Clear: Cycle KSI, or VCL reset, or Entry into LOS mode if enabled, (or entry into an ACIM auto-characterization). 

Where I am confused is that the manual said that sin/cos min max would be learned during the SPM Characterization Procedure. 
I am a bit confused and maybe I am missing something? should i spine by hand and enter the min and max values?

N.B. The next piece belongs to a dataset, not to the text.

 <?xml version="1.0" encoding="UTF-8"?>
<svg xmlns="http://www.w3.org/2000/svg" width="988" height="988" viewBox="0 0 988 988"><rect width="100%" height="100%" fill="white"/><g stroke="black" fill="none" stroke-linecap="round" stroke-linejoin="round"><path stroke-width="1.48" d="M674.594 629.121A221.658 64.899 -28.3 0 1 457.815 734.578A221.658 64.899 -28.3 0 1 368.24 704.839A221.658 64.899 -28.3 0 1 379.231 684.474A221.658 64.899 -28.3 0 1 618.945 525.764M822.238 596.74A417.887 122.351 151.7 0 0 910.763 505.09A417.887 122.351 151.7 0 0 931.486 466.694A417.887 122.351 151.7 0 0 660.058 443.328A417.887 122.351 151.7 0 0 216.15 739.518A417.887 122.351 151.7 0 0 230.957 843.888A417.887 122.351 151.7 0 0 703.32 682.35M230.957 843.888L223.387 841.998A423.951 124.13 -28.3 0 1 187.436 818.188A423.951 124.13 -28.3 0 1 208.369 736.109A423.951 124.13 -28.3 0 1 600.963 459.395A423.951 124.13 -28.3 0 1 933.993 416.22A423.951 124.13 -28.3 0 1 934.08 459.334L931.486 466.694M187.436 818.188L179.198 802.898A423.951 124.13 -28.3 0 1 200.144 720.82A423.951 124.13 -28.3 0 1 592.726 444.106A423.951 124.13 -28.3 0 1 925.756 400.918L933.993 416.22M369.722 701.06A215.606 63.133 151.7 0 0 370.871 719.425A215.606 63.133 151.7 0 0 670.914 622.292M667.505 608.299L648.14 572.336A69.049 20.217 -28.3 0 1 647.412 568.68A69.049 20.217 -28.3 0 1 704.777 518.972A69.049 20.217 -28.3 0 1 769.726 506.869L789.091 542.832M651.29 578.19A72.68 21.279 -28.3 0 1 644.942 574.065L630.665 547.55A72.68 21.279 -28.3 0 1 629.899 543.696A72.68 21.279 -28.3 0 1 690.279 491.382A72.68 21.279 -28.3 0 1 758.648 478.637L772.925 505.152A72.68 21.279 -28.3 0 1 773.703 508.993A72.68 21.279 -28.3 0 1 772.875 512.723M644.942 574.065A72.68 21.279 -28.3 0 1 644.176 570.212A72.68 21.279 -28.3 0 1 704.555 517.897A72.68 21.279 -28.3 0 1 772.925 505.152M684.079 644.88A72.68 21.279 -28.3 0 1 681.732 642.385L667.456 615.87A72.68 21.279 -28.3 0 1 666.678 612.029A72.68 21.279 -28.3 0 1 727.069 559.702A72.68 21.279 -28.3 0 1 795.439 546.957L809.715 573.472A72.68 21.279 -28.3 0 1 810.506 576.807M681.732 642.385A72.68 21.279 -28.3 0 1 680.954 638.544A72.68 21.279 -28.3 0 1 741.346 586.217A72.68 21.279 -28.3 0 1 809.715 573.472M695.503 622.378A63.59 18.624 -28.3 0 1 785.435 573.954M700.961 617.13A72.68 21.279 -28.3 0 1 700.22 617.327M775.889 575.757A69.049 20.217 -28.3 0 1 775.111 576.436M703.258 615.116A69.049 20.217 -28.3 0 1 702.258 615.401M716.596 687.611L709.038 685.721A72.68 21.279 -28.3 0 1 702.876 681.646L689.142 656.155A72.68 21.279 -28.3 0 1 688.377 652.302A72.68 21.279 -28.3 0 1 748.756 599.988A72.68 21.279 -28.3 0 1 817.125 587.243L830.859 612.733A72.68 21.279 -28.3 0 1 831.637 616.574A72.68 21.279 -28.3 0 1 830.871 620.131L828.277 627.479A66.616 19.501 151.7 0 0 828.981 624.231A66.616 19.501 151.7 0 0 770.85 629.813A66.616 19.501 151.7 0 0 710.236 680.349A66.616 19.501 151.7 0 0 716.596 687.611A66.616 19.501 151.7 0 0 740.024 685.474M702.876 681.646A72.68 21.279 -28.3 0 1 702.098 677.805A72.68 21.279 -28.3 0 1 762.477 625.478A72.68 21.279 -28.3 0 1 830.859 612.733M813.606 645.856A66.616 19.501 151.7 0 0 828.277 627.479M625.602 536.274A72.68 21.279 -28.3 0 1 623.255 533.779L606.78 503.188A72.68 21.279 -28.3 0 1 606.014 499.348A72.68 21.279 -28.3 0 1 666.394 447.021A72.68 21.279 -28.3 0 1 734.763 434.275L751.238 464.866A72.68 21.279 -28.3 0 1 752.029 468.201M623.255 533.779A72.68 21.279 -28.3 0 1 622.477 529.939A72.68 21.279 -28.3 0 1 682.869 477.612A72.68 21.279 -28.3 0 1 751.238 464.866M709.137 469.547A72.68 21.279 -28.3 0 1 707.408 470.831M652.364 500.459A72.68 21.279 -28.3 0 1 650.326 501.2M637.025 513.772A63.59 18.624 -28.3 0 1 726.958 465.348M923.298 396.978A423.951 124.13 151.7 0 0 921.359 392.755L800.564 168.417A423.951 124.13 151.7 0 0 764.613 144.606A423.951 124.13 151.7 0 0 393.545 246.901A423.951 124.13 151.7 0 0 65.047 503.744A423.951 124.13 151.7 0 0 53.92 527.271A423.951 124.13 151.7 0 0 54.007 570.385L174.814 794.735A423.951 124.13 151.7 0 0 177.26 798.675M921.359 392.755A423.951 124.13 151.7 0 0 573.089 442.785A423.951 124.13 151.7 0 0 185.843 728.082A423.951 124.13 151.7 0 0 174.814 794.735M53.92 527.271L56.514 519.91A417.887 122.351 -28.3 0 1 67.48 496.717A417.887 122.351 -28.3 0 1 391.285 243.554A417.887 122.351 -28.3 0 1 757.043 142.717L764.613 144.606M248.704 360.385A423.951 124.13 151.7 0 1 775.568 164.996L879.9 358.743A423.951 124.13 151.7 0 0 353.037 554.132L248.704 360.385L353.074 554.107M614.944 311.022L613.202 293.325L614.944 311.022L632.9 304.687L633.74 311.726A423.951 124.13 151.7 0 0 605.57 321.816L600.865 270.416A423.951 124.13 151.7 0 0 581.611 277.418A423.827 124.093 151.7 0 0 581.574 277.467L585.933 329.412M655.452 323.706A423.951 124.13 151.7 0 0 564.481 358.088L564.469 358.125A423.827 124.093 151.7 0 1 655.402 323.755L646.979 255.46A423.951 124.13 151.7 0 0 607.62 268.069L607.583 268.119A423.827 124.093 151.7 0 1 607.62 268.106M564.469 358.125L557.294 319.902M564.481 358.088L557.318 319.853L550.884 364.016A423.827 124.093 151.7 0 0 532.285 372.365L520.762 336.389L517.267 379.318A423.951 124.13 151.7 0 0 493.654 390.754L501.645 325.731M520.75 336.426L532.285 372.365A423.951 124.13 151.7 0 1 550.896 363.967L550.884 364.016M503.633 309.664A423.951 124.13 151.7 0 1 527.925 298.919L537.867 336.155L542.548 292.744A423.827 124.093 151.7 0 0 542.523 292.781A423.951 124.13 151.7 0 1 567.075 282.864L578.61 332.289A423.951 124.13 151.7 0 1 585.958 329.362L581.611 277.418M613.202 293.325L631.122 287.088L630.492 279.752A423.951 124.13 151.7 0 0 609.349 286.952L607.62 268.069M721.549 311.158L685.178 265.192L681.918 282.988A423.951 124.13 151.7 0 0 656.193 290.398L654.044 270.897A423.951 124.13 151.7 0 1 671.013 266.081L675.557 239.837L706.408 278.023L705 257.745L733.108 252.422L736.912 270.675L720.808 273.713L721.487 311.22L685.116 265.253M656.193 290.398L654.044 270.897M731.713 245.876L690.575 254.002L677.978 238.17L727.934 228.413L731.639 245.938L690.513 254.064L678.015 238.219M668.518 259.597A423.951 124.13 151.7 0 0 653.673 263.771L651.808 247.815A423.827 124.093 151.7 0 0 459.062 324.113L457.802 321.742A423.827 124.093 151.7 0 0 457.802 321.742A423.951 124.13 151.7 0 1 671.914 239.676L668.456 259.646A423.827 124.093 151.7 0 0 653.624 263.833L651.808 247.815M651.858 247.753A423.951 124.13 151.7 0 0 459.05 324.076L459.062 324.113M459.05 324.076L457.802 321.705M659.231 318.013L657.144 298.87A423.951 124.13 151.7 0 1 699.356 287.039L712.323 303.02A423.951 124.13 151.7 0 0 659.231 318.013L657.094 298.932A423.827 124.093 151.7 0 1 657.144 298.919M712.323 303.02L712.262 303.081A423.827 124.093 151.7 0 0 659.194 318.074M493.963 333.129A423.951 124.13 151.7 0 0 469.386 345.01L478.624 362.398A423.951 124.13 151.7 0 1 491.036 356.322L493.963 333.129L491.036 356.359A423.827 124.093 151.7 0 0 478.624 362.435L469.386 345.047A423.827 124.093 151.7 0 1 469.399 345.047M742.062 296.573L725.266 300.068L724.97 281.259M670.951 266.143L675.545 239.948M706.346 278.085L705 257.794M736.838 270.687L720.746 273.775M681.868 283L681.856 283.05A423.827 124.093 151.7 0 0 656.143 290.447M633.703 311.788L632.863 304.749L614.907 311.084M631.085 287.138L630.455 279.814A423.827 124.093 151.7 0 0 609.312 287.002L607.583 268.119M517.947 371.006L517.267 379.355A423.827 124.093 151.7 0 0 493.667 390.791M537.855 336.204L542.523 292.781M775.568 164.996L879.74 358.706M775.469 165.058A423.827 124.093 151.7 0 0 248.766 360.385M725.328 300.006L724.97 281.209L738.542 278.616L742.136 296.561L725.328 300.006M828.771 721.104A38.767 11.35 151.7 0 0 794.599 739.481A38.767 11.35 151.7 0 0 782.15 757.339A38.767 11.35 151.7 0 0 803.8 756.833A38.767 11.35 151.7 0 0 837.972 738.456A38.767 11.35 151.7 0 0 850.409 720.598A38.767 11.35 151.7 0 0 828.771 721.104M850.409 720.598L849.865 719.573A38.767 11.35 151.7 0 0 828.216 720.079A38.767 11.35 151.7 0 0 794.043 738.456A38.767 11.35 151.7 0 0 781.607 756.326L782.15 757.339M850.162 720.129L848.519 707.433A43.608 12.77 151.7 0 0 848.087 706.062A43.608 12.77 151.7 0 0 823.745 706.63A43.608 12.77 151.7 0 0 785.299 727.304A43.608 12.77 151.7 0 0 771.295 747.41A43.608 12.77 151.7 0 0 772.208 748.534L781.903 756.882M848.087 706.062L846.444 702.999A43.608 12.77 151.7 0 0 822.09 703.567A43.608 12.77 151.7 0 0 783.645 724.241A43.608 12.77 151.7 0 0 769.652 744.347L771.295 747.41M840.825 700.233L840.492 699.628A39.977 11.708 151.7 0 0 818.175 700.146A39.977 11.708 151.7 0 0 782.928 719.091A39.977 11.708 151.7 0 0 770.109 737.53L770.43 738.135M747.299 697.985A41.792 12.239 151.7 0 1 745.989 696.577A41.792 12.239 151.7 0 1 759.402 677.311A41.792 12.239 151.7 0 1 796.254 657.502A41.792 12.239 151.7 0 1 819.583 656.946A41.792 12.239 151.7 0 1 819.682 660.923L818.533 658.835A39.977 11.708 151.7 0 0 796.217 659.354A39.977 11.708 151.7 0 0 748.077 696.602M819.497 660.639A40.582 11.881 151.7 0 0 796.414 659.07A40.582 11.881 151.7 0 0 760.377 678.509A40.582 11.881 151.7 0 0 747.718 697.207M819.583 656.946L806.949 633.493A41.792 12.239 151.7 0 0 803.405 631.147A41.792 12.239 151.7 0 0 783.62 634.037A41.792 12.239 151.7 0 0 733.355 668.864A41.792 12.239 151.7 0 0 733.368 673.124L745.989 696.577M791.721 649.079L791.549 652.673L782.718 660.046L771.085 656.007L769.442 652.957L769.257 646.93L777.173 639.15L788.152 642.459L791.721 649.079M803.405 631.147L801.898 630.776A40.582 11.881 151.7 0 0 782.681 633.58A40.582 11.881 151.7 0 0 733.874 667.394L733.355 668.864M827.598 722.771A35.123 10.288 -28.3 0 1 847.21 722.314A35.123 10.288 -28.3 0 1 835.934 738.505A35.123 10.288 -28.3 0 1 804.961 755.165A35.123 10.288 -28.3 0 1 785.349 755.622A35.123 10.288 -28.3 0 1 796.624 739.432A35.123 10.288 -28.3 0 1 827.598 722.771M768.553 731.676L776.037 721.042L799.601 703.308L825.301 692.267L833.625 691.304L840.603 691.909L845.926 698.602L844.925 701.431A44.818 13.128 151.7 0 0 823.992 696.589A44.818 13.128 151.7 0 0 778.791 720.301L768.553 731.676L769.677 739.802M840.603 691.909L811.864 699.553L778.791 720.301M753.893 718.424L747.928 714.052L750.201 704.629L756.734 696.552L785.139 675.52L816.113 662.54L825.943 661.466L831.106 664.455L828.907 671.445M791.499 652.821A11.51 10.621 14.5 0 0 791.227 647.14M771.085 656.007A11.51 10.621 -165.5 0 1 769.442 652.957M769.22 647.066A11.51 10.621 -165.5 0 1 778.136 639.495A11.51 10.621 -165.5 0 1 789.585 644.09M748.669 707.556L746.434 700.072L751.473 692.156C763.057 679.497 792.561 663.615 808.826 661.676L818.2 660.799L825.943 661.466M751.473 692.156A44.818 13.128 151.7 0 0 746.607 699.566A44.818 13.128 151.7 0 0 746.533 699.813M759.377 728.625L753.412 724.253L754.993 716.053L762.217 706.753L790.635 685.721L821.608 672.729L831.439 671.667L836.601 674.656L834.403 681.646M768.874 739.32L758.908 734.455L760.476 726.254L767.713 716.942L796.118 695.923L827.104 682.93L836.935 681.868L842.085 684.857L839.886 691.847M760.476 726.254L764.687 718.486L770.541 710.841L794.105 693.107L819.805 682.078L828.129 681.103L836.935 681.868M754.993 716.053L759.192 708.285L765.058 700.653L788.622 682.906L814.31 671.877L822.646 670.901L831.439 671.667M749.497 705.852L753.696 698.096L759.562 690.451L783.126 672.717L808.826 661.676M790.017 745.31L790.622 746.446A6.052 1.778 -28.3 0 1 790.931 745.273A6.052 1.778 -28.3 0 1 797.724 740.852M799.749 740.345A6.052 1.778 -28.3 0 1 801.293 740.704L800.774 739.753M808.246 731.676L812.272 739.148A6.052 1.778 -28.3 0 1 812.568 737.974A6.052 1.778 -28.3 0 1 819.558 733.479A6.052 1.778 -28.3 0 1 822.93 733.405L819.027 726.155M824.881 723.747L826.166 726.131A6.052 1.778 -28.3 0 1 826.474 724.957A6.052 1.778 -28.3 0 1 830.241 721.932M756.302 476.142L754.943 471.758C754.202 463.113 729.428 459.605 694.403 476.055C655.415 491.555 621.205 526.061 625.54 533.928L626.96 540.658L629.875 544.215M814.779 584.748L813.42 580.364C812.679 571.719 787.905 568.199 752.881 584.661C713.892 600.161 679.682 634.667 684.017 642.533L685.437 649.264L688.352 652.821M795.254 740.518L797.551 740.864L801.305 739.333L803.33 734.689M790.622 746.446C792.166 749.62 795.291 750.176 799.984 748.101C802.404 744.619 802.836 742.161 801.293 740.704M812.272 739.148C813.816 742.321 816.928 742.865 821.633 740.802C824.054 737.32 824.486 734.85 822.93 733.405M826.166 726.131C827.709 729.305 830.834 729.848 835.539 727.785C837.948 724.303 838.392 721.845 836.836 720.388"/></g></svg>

Any guidance is much appreciated.


----------



## MathisLaurant (Feb 21, 2017)

solved


----------



## Zpollard (Jul 27, 2021)

MathisLaurant said:


> solved


How did you solve it? Encountering the same problem


----------



## cricketo (Oct 4, 2018)

There supposed to be an "auto characterization" function in the controller which should populate the correct values.


----------



## visuvijayeee (3 mo ago)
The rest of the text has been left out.